Le dossier révèle enfin une asymétrie entre le temps politique et le temps industriel. Un État peut vouloir vendre rapidement pour réduire son exposition financière. Un groupe aérien, lui, raisonne sur plusieurs années : rentabilité des hubs, renouvellement des avions, partage des fréquences et capacité à alimenter les vols long-courriers. La vente de TAP sera jugée sur un prix immédiat, mais ses effets se mesureront dans la géographie durable des liaisons européennes.

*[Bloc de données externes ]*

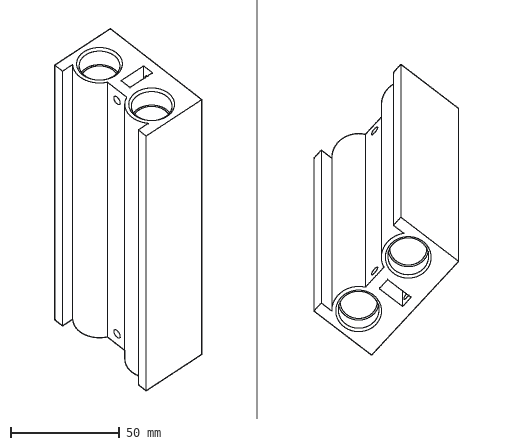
import cadquery as cq

width = 62.5
depth = 35.0
length = 168.0
back_y = depth / 2

rail_width = 5.4
web_depth = 24.5

bore_offset = 17.8
bore_y = back_y - 19.2
tube_radius = 12.5
bore_radius = 8.5
port_radius = 9.4
port_depth = 10.0
port_chamfer = 1.2

slot_width = 6.0
slot_back_wall = 5.0

mount_diameter = 4.4
mount_inset = 7.0


def bar_between_y(size_x, front_y, rear_y):
    """Full-length bar, centred on X and Z, between two Y positions."""
    middle_y = (front_y + rear_y) / 2
    return cq.Workplane("XY").box(size_x, rear_y - front_y, length).translate((0, middle_y, 0))


def cylinders_at_bores(radius):
    """Pair of full-length cylinders on the bore axes."""
    return (
        cq.Workplane("XY")
        .pushPoints([(-bore_offset, bore_y), (bore_offset, bore_y)])
        .circle(radius)
        .extrude(length / 2, both=True)
    )


def port_cutter(side, end):
    """Chamfered counterbore of one bore at one end of the block."""
    rim_radius = port_radius + port_chamfer
    end_z = length / 2
    floor_z = end_z - port_depth
    cutter = (
        cq.Workplane("XZ")
        .moveTo(0, floor_z)
        .lineTo(port_radius, floor_z)
        .lineTo(port_radius, end_z - port_chamfer)
        .lineTo(rim_radius, end_z)
        .lineTo(0, end_z)
        .close()
        .revolve(360, (0, 0, 0), (0, 1, 0))
    )
    if end < 0:
        cutter = cutter.mirror("XY")
    return cutter.translate((side * bore_offset, bore_y, 0))


channel = bar_between_y(width - 2 * rail_width, -depth / 2, back_y - web_depth)
body = cq.Workplane("XY").box(width, depth, length).cut(channel)
body = body.union(cylinders_at_bores(tube_radius))

body = body.cut(cylinders_at_bores(bore_radius))
for side in (-1, 1):
    for end in (-1, 1):
        body = body.cut(port_cutter(side, end))

body = body.cut(bar_between_y(slot_width, bore_y, back_y - slot_back_wall))

mount_z = length / 2 - mount_inset
mount_holes = (
    cq.Workplane("XZ")
    .pushPoints([(0, -mount_z), (0, mount_z)])
    .circle(mount_diameter / 2)
    .extrude(depth, both=True)
)

result = body.cut(mount_holes)

Le résultat dira quelle forme de consolidation l’Union européenne accepte désormais. Elle peut favoriser des groupes plus solides face aux crises sanitaires, aux tensions géopolitiques et à la concurrence mondiale. Elle doit simultanément éviter que cette résilience ne devienne un argument général pour concentrer les créneaux, les plateformes et les routes entre quelques opérateurs. Entre Lisbonne, Paris, Francfort et Bruxelles, l’enjeu n’est donc pas seulement de savoir qui achètera TAP, mais qui contrôlera les portes d’entrée aériennes de l’Europe vers l’Atlantique Sud.